━━━━━ Records to use ━━━━━

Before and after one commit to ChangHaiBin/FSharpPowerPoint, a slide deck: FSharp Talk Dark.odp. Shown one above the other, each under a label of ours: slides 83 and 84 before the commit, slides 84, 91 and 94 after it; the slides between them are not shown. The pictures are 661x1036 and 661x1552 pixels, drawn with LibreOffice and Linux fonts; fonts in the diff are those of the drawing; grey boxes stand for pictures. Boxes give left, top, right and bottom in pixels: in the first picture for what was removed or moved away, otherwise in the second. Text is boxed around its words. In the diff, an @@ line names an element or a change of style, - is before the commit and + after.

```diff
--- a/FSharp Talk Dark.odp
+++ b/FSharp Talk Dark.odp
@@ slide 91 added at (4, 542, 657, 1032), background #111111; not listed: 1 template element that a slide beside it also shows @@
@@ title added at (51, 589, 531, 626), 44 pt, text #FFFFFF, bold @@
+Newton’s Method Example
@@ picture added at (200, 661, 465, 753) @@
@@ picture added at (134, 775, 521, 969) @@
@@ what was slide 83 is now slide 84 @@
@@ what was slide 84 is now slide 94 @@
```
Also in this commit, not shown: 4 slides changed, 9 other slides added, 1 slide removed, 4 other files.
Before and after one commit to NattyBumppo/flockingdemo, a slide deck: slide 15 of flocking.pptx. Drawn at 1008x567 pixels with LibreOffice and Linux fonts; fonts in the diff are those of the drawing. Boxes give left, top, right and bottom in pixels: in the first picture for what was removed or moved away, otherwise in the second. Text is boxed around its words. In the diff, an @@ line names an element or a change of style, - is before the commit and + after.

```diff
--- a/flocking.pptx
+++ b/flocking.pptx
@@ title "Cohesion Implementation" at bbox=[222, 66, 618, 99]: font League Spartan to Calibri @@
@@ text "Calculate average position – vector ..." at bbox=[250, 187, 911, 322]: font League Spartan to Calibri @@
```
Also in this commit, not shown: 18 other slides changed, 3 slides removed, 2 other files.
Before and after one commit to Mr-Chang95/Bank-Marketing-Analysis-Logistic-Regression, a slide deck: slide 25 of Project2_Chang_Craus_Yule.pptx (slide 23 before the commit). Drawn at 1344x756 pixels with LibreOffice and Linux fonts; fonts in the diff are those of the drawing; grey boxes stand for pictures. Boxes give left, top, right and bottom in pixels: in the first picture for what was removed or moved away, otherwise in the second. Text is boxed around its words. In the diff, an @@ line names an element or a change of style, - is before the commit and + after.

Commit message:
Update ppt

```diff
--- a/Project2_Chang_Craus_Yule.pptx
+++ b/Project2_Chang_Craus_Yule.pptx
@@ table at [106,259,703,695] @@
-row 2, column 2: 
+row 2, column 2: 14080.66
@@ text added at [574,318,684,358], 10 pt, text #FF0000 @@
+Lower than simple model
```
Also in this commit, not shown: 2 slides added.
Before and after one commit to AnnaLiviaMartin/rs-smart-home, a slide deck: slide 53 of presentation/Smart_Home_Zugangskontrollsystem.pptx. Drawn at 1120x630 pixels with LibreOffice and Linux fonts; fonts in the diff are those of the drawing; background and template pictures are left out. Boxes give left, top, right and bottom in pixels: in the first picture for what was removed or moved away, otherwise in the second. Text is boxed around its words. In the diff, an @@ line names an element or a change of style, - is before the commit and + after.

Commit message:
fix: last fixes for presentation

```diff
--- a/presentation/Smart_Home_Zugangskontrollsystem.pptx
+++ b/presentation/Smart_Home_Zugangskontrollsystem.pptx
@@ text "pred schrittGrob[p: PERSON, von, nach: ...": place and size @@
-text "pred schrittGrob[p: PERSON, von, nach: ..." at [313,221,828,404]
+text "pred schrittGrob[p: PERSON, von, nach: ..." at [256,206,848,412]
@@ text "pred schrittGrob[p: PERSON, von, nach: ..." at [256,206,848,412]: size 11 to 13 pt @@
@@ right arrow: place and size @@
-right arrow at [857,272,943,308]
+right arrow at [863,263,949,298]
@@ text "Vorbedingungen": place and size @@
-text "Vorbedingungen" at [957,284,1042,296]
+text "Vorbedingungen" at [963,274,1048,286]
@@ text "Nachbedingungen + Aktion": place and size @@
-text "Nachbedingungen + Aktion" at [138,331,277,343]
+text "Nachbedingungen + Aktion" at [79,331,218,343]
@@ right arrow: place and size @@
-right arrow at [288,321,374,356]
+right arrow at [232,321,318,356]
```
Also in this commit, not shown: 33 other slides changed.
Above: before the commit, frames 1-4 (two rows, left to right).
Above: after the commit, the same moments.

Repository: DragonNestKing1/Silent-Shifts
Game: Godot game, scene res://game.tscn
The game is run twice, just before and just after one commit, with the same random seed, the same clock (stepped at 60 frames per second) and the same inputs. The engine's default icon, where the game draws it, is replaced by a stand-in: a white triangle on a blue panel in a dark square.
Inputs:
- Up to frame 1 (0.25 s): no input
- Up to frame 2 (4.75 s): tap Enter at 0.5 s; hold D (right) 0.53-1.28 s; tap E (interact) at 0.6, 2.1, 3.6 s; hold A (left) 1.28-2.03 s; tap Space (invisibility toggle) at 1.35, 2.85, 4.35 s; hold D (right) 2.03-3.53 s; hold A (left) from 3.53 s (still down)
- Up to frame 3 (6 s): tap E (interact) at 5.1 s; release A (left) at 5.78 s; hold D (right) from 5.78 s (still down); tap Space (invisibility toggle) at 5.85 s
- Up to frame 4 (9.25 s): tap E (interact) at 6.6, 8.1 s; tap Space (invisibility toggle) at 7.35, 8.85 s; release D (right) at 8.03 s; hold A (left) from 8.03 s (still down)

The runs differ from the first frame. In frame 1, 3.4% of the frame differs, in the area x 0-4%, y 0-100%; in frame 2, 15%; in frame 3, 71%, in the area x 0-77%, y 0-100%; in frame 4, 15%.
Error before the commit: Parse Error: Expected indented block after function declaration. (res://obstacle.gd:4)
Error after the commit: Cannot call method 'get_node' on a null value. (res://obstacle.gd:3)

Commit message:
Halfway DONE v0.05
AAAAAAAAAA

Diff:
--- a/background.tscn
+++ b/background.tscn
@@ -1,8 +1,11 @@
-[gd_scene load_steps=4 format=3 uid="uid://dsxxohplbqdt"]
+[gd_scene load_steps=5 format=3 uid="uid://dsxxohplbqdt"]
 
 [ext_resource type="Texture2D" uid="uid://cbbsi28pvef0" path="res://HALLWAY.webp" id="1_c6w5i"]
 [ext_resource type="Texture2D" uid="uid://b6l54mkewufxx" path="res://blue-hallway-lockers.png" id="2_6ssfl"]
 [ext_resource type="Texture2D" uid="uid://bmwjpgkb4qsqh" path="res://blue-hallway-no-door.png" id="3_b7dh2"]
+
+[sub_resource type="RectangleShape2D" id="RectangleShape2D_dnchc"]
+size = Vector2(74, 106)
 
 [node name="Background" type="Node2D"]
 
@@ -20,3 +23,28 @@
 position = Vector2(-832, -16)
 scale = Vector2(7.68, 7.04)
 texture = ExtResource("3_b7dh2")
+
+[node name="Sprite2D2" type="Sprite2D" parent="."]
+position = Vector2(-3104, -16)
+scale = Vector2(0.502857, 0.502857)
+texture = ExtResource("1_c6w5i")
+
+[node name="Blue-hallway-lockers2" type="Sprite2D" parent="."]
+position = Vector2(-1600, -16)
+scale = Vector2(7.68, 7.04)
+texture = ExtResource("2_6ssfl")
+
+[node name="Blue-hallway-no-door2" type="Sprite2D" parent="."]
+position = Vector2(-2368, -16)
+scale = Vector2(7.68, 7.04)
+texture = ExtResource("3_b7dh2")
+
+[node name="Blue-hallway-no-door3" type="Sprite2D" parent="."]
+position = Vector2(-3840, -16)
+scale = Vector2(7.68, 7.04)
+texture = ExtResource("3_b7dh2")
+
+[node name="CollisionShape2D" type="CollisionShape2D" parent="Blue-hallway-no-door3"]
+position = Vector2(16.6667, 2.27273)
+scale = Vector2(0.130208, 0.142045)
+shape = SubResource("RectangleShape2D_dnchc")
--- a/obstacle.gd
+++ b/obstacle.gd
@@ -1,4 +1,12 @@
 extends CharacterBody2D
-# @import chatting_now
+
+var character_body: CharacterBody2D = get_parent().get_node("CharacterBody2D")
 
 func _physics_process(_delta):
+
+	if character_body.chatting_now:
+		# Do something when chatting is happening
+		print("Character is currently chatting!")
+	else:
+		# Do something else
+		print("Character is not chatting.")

━━━━━

• _What needs to be done_
From the records above, show each line that contains the word "size".

• _Answer_
@@ text "pred schrittGrob[p: PERSON, von, nach: ...": place and size @@
@@ text "pred schrittGrob[p: PERSON, von, nach: ..." at [256,206,848,412]: size 11 to 13 pt @@
@@ right arrow: place and size @@
@@ text "Vorbedingungen": place and size @@
@@ text "Nachbedingungen + Aktion": place and size @@
@@ right arrow: place and size @@
+size = Vector2(74, 106)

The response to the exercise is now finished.